Scan the entries below for "added" and copy each line that holds it.

Items from a data source
——————
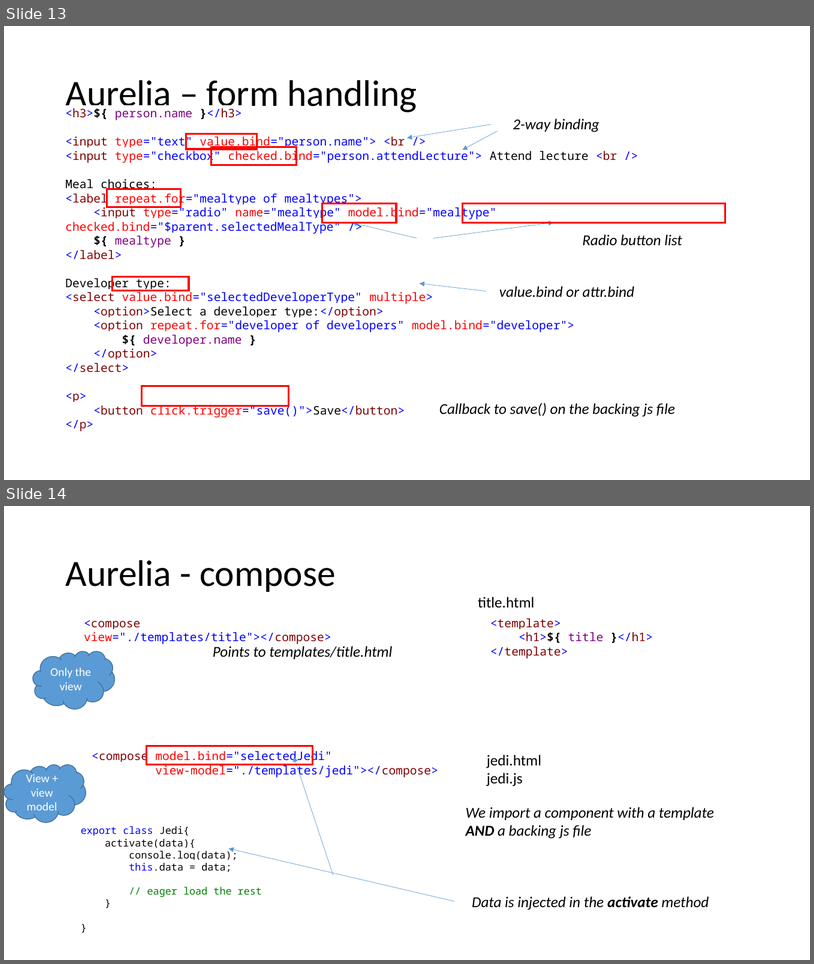
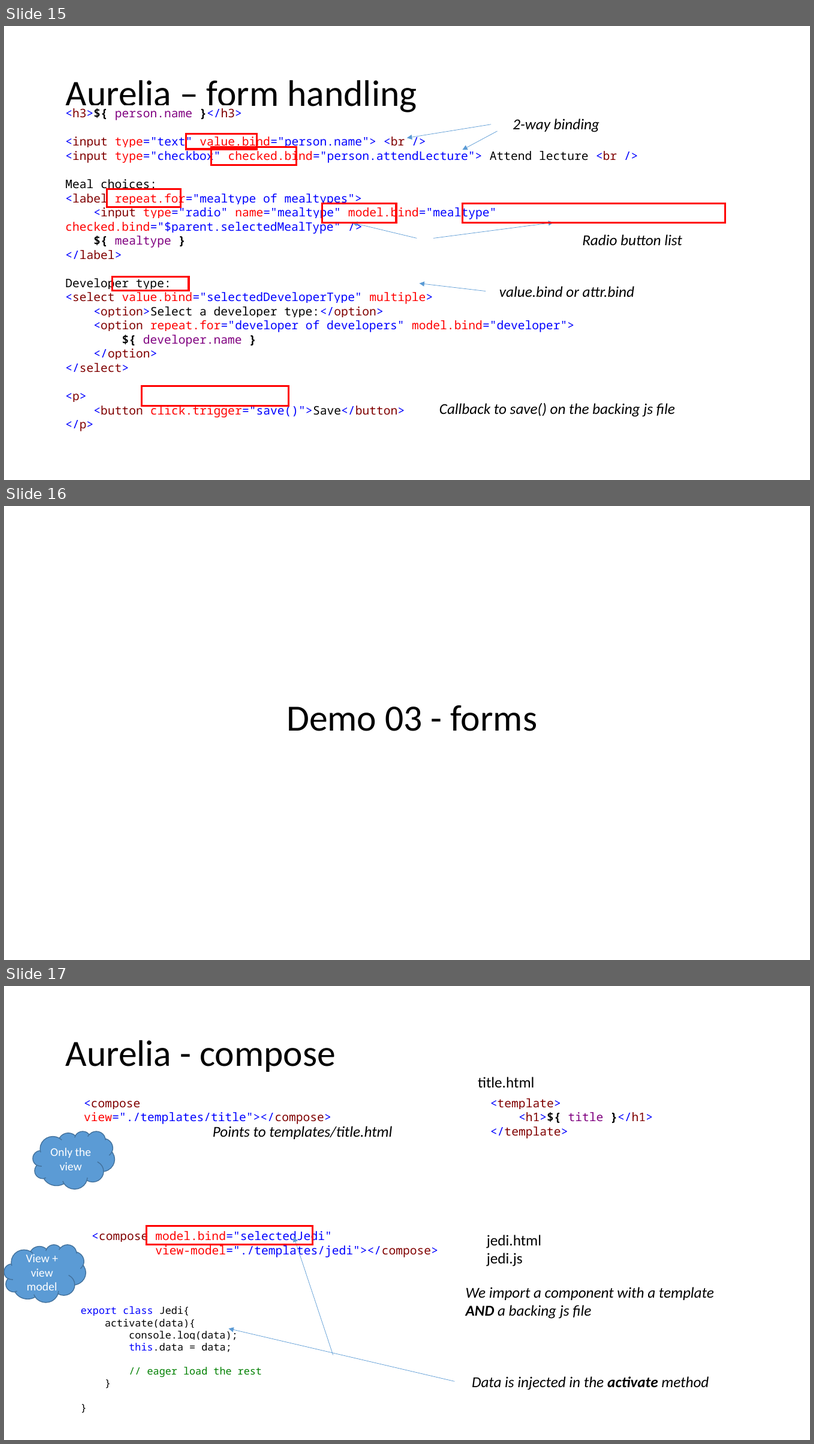
Before and after one commit to softchris/angular_meetup, a slide deck: 3sep_lecture/Ecmascript 2015 and Aurelia.pptx. Shown one above the other, each under a label of ours: slides 13 and 14 before the commit, slides 15, 16 and 17 after it. The pictures are 814x964 and 814x1444 pixels, drawn with LibreOffice and Linux fonts; fonts in the diff are those of the drawing. Boxes give left, top, right and bottom in pixels: in the first picture for what was removed or moved away, otherwise in the second. Text is boxed around its words. In the diff, an @@ line names an element or a change of style, - is before the commit and + after.

Commit message:
added demo pages to ppt

```diff
--- a/3sep_lecture/Ecmascript 2015 and Aurelia.pptx
+++ b/3sep_lecture/Ecmascript 2015 and Aurelia.pptx
@@ slide 16 added at [4, 506, 810, 960], background #FFFFFF @@
@@ text added at [287, 705, 537, 731], 44 pt, text #000000 @@
+Demo 03 - forms
@@ what was slide 13 is now slide 15 @@
@@ what was slide 14 is now slide 17 @@
```
Also in this commit, not shown: 4 other slides added.
——————
> _Exercise answer_
added demo pages to ppt
@@ slide 16 added at [4, 506, 810, 960], background #FFFFFF @@
@@ text added at [287, 705, 537, 731], 44 pt, text #000000 @@
Also in this commit, not shown: 4 other slides added.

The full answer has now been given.